Data extracted from a collection:
====

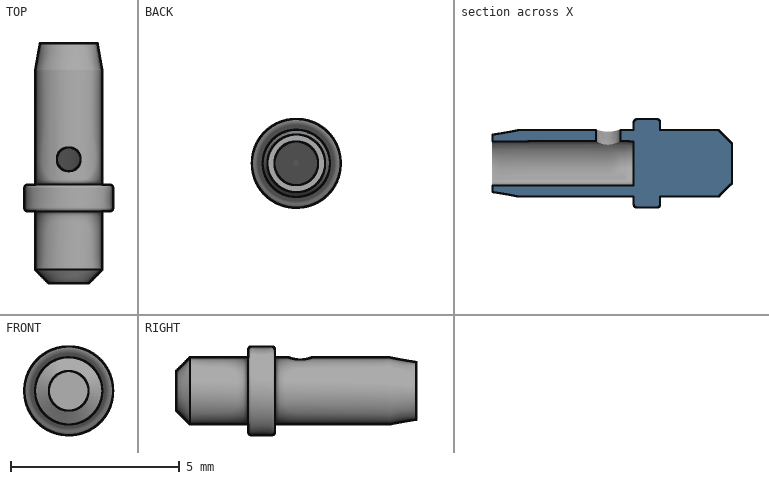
import math

import cadquery as cq

overall_length = 7.14
body_radius = 1.0

tip_chamfer = 0.41

flange_radius = 1.325
flange_start = 2.14
flange_width = 0.8
flange_end = flange_start + flange_width
flange_edge_radius = 0.11

taper_length = 0.8
taper_angle = 10

bore_radius = 0.65
bore_floor = flange_end
inspection_radius = 0.355
inspection_y = 3.69


def cylinder_along_y(radius, start, end):
    """Cylinder on the pin axis between two Y positions."""
    return cq.Workplane("XZ", origin=(0, start, 0)).circle(radius).extrude(start - end)


def make_body():
    """Revolved pin body with a chamfered tip and a conical wire end."""
    end_radius = body_radius - taper_length * math.tan(math.radians(taper_angle))
    profile = (
        cq.Workplane("XY")
        .lineTo(body_radius - tip_chamfer, 0)
        .lineTo(body_radius, tip_chamfer)
        .lineTo(body_radius, overall_length - taper_length)
        .lineTo(end_radius, overall_length)
        .lineTo(0, overall_length)
        .close()
    )
    return profile.revolve(360, (0, 0, 0), (0, 1, 0))


def make_flange():
    """Locating flange with both rims rounded."""
    flange = cylinder_along_y(flange_radius, flange_start, flange_end)
    return flange.faces("<Y or >Y").edges().fillet(flange_edge_radius)


def make_wire_bore():
    """Flat-bottomed bore from the wire end down to the top of the flange."""
    return cylinder_along_y(bore_radius, bore_floor, overall_length)


def make_inspection_hole():
    """Radial hole from the pin axis out through the +Z side."""
    hole = cq.Workplane("XY", origin=(0, inspection_y, 0)).circle(inspection_radius)
    return hole.extrude(body_radius)


result = (
    make_body()
    .union(make_flange())
    .cut(make_wire_bore())
    .cut(make_inspection_hole())
)

====

Apart from its pictures, the data is to be repeated exactly.

import math

import cadquery as cq

overall_length = 7.14
body_radius = 1.0

tip_chamfer = 0.41

flange_radius = 1.325
flange_start = 2.14
flange_width = 0.8
flange_end = flange_start + flange_width
flange_edge_radius = 0.11

taper_length = 0.8
taper_angle = 10

bore_radius = 0.65
bore_floor = flange_end
inspection_radius = 0.355
inspection_y = 3.69


def cylinder_along_y(radius, start, end):
    """Cylinder on the pin axis between two Y positions."""
    return cq.Workplane("XZ", origin=(0, start, 0)).circle(radius).extrude(start - end)


def make_body():
    """Revolved pin body with a chamfered tip and a conical wire end."""
    end_radius = body_radius - taper_length * math.tan(math.radians(taper_angle))
    profile = (
        cq.Workplane("XY")
        .lineTo(body_radius - tip_chamfer, 0)
        .lineTo(body_radius, tip_chamfer)
        .lineTo(body_radius, overall_length - taper_length)
        .lineTo(end_radius, overall_length)
        .lineTo(0, overall_length)
        .close()
    )
    return profile.revolve(360, (0, 0, 0), (0, 1, 0))


def make_flange():
    """Locating flange with both rims rounded."""
    flange = cylinder_along_y(flange_radius, flange_start, flange_end)
    return flange.faces("<Y or >Y").edges().fillet(flange_edge_radius)


def make_wire_bore():
    """Flat-bottomed bore from the wire end down to the top of the flange."""
    return cylinder_along_y(bore_radius, bore_floor, overall_length)


def make_inspection_hole():
    """Radial hole from the pin axis out through the +Z side."""
    hole = cq.Workplane("XY", origin=(0, inspection_y, 0)).circle(inspection_radius)
    return hole.extrude(body_radius)


result = (
    make_body()
    .union(make_flange())
    .cut(make_wire_bore())
    .cut(make_inspection_hole())
)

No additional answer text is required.